Firms that have either relied on proprietary development or the market data infrastructure provided by the consolidated data providers have found themselves in trouble over the last several years. Many firms have found the best solution is to use third-party vendor offerings to lower their total cost of ownership in light of the increasing usage of direct exchange and venue feeds.

An ongoing debate is taking place at many firms as they consider buying certain parts of their infrastructure versus building them. Furthermore, debates often rage between IT and trading-desk heads as they consider the balance between cost of desk-specific solutions and solutions that can be deployed on an enterprise-wide level.

Overall, in minimizing latency, the trading infrastructure is only as fast as the slowest bottleneck in the application and technology stack, which is a function of the network, platform, operating system and messaging middleware.

As the industry grapples with continued adoption of electronic trading and the skyrocketing messaging volume, IT spending on high-performance trading infrastructure has increased significantly over the last few years. Aite Group sees this mission critical spending continuing despite a difficult business climate and pressure to cut back technology spending, overall. Clearly, firms that optimize their trading infrastructure will be in the best position to weather the rocky road ahead.

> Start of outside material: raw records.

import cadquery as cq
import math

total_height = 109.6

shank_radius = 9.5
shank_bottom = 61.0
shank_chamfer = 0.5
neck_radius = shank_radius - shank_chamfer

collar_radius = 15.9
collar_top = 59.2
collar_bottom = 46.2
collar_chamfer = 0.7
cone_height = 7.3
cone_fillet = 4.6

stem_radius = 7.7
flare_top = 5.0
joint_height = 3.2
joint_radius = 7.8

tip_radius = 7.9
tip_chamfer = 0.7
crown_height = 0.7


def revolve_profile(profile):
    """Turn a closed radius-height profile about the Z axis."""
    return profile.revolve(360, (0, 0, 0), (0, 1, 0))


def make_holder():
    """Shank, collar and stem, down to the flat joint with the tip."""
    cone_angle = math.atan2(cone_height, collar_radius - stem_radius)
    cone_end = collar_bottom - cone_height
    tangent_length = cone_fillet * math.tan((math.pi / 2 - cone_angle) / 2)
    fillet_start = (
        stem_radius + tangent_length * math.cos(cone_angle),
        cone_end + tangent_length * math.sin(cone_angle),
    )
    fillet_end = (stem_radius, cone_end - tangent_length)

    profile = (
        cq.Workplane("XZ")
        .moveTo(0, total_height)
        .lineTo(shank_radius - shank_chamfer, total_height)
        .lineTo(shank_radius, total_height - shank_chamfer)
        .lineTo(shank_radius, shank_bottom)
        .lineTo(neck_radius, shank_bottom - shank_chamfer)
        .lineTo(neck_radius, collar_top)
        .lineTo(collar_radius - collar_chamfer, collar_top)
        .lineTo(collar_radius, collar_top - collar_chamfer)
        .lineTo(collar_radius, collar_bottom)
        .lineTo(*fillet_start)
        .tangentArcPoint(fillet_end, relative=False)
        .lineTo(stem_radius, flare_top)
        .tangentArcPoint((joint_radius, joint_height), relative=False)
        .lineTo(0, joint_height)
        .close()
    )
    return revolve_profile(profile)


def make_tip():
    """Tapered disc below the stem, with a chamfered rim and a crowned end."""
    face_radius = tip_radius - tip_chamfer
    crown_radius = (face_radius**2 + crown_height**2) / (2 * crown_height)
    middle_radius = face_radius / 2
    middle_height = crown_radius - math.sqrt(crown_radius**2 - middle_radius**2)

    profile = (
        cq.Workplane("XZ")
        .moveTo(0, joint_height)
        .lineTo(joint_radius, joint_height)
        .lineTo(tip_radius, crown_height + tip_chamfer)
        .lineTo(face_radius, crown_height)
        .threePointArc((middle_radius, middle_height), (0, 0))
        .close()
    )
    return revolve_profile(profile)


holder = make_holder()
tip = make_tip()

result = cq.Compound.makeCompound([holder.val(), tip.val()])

Brad Bailey is a senior analyst at Aite Group, LLC, specializing in institutional securities and investments. He is an expert in the electronic trading of equities and derivatives and institutional capital markets technology. Mr. Bailey spent over 10 years working on Wall Street as an institutional sales trader, proprietary equity trader and analyst. He has extensive knowledge in the areas of proprietary trading, electronic trading systems, algorithmic trading, system modeling, testing, hedge funds, OTC derivatives and exchange traded futures and options products.